I make no secret: I love Casablanca, I love the dialogue, the endless seduction in Bergman's eyes, the love story--in black and white--pitched against the uncertainty of World War II.

But the film represents much more. It depicts Americans in the forties, my mother and father, and the way they preferred to think about themselves; when Ilsa walks back into Rick's life, the American character (in a time of war) crystallizes: when circumstances demand heroism, Americans get tough on the outside and moral within, capable of sacrifice and romance and rugged individualism, shaping democracy, sticking their neck out. Rick's Café, in itself, exalts the power of American diversity and the guarded optimism located in America in the forties.

The film also reveals the powerful liaison between Hollywood and the U. S. government, in that Jack Warner and the Office of War Information (OWI) produced films to shape the morale and attitudes of our nation as we entered WW II. As propaganda Casablanca shows a transformation of thought within the American political landscape; the hero, Rick Blaine, moves from a position of isolationism at the beginning of the film to a heroic belief in interventionism.

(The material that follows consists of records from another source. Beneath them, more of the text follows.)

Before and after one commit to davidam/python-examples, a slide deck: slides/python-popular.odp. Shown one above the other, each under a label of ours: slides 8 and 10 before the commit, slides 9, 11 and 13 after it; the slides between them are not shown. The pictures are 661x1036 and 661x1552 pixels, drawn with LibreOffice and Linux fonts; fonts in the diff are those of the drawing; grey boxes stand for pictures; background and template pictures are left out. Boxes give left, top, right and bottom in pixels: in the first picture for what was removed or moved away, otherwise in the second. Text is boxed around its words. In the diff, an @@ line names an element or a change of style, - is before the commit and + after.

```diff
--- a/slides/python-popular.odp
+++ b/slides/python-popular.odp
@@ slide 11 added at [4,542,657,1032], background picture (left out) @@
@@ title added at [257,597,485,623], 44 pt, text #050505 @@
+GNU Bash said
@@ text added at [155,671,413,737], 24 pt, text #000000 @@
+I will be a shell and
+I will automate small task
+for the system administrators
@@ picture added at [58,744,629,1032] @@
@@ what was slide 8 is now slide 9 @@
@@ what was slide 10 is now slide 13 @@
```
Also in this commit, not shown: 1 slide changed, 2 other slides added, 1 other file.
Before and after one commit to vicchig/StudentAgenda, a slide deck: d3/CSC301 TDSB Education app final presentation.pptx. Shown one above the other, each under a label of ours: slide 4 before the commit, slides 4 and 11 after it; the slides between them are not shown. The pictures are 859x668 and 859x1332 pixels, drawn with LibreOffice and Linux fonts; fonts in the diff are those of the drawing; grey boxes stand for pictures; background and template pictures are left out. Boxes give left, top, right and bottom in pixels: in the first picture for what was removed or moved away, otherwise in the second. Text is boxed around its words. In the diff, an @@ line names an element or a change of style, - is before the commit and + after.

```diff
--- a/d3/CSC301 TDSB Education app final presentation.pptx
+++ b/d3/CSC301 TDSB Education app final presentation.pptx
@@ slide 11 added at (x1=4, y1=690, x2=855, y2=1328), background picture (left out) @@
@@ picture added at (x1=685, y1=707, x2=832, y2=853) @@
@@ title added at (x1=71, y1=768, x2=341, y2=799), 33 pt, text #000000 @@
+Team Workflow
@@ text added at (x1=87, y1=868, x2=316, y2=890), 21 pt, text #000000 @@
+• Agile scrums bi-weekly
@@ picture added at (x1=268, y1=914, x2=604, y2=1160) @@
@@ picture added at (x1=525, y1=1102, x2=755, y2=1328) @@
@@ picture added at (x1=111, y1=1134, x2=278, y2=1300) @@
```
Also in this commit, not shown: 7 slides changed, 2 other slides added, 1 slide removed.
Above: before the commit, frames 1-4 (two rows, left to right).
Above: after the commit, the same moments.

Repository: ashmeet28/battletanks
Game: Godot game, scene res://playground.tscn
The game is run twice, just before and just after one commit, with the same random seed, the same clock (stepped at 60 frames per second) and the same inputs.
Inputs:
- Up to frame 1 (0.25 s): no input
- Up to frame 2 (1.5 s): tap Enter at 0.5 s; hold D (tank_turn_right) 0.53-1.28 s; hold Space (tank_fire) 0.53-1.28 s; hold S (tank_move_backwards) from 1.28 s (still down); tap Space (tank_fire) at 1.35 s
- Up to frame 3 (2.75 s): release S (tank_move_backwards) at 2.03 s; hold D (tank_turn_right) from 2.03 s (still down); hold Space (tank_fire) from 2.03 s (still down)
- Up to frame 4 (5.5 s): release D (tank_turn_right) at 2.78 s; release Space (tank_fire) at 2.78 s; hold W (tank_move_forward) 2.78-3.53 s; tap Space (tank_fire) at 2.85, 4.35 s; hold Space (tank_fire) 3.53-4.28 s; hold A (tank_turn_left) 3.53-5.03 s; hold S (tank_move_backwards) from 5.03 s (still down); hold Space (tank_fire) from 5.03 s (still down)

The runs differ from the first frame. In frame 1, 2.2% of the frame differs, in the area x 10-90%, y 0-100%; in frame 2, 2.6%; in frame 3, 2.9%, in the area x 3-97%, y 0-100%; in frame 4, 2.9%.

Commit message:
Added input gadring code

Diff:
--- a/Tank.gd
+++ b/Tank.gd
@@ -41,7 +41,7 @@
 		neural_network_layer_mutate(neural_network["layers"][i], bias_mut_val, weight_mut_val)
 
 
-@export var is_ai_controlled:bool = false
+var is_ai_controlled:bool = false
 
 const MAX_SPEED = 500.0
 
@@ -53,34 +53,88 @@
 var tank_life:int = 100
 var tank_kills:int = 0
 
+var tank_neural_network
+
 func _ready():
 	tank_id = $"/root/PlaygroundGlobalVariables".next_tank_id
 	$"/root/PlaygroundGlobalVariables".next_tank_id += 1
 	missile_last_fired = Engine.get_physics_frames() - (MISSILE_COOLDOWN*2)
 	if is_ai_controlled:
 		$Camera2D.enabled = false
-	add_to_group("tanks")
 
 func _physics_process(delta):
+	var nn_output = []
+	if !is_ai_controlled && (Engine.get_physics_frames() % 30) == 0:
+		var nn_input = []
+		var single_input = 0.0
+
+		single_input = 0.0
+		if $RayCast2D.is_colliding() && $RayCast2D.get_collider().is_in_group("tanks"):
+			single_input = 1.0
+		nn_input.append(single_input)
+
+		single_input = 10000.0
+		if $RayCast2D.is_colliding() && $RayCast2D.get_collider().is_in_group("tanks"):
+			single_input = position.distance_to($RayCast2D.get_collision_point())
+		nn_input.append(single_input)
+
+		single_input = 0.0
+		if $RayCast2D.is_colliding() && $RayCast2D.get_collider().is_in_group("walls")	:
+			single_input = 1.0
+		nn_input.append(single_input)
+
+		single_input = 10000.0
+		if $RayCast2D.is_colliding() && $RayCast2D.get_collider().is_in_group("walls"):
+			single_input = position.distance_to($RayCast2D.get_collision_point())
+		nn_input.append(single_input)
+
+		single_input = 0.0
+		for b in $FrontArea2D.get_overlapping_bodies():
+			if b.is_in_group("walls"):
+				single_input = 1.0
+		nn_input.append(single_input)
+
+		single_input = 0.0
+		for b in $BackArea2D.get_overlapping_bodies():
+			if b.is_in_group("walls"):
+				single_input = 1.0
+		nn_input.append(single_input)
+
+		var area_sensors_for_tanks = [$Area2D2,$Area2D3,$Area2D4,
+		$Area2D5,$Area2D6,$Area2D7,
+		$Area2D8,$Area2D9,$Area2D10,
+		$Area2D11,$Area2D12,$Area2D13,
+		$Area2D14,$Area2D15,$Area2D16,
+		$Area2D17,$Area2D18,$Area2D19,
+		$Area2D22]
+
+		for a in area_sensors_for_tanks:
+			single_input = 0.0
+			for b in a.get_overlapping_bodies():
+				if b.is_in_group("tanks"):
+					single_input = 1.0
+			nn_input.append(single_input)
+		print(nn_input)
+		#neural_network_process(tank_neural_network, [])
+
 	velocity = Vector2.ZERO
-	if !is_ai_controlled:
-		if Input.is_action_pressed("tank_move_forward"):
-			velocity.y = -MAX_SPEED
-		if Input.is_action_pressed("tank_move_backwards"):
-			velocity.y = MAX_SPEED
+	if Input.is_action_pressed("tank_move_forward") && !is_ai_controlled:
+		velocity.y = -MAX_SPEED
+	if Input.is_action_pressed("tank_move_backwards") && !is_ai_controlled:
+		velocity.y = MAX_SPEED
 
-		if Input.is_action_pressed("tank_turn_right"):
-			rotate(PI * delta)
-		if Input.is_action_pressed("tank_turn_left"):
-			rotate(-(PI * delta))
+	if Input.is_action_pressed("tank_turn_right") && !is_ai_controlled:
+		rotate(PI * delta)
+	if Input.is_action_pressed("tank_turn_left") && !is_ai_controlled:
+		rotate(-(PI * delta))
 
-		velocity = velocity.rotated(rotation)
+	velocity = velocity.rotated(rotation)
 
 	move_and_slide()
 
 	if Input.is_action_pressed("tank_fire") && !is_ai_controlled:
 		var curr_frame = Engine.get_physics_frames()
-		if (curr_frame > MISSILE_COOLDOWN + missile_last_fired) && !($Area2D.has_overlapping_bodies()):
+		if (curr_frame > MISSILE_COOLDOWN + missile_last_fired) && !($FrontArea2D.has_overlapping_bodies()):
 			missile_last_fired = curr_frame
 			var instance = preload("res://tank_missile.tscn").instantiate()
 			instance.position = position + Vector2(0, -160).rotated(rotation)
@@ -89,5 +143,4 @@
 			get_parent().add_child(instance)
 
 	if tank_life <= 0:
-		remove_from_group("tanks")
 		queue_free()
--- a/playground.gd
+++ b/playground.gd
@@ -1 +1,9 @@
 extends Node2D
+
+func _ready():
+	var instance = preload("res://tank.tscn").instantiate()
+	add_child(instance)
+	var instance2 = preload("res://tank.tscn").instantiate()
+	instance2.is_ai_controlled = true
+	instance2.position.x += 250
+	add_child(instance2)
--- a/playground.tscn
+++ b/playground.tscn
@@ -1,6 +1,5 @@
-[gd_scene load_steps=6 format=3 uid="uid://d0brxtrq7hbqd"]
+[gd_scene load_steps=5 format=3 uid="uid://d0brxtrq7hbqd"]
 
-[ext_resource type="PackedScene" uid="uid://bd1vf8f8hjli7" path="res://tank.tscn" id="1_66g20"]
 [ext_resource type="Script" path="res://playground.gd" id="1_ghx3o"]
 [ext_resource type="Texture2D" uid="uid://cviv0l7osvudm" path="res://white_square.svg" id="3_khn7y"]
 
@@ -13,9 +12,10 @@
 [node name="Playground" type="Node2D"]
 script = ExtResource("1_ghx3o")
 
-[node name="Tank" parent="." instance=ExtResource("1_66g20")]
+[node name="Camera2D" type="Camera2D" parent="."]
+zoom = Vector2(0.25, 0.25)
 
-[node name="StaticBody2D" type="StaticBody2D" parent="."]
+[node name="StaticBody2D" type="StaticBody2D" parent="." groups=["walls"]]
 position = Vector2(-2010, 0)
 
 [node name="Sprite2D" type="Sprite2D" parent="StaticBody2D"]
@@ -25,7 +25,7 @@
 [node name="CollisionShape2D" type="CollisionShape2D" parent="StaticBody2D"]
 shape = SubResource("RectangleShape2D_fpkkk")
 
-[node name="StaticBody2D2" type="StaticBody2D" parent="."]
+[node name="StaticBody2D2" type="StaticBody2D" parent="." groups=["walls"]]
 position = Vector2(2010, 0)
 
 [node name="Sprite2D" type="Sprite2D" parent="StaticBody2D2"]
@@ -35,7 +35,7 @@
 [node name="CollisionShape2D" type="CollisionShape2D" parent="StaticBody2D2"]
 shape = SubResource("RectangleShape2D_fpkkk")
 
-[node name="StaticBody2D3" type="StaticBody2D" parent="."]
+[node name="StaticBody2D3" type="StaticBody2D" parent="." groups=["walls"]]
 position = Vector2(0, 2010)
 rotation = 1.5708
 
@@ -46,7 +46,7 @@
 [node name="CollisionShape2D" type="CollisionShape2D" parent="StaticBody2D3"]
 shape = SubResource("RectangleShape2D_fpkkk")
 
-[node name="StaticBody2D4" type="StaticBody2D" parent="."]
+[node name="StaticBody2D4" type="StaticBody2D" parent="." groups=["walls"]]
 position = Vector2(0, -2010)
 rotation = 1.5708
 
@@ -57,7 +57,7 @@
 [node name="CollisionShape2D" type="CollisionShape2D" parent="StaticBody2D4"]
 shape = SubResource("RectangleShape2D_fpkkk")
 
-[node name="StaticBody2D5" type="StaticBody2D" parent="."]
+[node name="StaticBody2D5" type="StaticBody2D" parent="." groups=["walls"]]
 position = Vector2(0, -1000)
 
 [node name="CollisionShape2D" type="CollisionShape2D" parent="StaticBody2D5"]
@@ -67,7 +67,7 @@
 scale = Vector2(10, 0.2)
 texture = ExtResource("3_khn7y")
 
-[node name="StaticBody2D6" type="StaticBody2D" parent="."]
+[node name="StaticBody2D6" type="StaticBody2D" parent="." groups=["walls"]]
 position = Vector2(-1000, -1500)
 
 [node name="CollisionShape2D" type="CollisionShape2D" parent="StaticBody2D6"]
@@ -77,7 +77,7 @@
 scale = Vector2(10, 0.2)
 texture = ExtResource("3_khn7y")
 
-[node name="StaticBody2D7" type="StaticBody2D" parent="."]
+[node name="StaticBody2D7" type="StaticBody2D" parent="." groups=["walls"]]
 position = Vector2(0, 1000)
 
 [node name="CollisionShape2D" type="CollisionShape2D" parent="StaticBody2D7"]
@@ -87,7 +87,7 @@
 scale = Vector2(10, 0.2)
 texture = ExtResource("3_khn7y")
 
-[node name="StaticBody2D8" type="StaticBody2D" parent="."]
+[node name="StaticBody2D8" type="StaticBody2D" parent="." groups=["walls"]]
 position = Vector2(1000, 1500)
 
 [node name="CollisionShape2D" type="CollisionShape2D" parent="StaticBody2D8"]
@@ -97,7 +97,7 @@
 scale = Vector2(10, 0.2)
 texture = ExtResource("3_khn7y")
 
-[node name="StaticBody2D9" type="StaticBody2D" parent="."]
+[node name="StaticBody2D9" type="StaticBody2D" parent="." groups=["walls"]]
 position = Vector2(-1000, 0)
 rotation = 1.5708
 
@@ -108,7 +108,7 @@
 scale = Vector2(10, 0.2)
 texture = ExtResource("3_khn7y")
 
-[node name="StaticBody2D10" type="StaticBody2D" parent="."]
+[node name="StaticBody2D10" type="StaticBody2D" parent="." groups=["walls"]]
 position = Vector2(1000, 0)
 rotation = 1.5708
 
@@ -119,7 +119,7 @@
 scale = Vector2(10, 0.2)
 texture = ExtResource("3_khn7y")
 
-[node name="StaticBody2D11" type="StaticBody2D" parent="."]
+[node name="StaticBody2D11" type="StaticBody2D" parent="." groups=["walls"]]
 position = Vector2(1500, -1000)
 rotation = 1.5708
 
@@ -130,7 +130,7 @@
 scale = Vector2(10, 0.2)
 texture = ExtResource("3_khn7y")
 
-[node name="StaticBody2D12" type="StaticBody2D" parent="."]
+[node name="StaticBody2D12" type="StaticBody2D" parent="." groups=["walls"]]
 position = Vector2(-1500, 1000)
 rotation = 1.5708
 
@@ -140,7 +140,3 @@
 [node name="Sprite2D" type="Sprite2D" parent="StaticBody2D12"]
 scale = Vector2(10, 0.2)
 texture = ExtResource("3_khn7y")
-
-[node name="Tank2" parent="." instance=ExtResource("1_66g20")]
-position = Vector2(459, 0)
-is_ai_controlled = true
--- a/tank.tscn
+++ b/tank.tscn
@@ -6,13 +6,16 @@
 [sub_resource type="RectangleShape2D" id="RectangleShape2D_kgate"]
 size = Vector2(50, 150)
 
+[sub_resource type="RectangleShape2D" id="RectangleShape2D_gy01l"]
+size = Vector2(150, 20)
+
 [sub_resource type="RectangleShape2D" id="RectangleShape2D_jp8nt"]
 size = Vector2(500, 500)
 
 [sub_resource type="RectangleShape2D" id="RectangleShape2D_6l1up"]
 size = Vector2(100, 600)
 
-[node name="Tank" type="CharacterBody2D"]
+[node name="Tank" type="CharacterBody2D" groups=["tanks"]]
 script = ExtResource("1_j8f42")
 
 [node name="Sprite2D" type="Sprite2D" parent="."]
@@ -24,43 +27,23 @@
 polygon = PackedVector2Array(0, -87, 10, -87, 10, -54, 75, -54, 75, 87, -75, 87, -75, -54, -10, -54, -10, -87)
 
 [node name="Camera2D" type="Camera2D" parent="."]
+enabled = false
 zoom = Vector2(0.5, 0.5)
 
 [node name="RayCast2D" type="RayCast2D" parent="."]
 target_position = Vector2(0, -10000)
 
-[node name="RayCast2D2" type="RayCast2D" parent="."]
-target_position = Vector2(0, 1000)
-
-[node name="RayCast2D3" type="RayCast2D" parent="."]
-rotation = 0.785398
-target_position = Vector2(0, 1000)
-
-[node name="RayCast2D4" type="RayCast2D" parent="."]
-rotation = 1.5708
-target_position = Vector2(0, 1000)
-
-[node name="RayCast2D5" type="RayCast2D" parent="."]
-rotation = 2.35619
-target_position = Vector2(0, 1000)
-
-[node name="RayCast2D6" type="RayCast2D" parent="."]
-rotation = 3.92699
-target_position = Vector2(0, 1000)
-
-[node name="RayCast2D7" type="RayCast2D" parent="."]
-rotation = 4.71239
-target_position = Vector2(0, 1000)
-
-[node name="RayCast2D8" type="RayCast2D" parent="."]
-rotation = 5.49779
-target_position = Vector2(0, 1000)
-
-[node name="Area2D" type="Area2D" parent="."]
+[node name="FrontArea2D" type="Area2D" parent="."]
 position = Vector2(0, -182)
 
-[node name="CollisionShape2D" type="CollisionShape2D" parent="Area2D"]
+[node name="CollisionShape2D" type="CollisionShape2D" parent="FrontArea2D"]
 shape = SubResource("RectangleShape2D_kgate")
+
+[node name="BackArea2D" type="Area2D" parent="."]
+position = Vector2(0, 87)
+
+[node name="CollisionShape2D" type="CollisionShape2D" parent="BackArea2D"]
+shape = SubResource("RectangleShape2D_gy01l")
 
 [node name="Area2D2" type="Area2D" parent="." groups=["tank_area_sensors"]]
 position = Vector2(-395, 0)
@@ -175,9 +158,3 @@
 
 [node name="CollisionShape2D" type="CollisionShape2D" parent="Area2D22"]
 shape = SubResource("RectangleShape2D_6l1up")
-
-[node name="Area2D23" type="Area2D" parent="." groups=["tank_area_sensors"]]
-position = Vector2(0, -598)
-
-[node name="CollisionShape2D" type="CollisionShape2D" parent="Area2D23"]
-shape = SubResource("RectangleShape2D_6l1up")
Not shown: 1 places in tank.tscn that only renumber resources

When we first encounter Bogart, he is a cynical and self-absorbed tough guy, retreating from the Nazis and a broken love affair to Casablanca in the African desert. In the end, Bogie is self-sacrificing and committed to the fight against Nazi aggression. He outwits Captain Renault in a way that is synonymous to the trickery of Odysseus and he outguns Strasser in a way that recalls an old west shoot-out. Strasser goes for his gun first and even dies beside a buckboard wagon. As Umberto Eco puts it, "It is not one movie. It is movies." The implication? Hollywood mythopoeia, the American hero thinking for everyone--for Americans--in a time of War.

And all this thinking "adds up to one thing." Bogie gives up the woman he loves in the high mimetic style of the Roman hero Aeneas. And he does it with words that echo Jove's decree about destiny and duty in the final book of the Aeneid. At the airport, Bogart says to Elsa, "The problems of three little people don't amount to a hill of beans in this crazy world." Bogie perhaps starts out as a Greek-style hero but ends up a model Roman. One thing seems evident. He symbolizes America's belief about our duty to morality and State in World War II.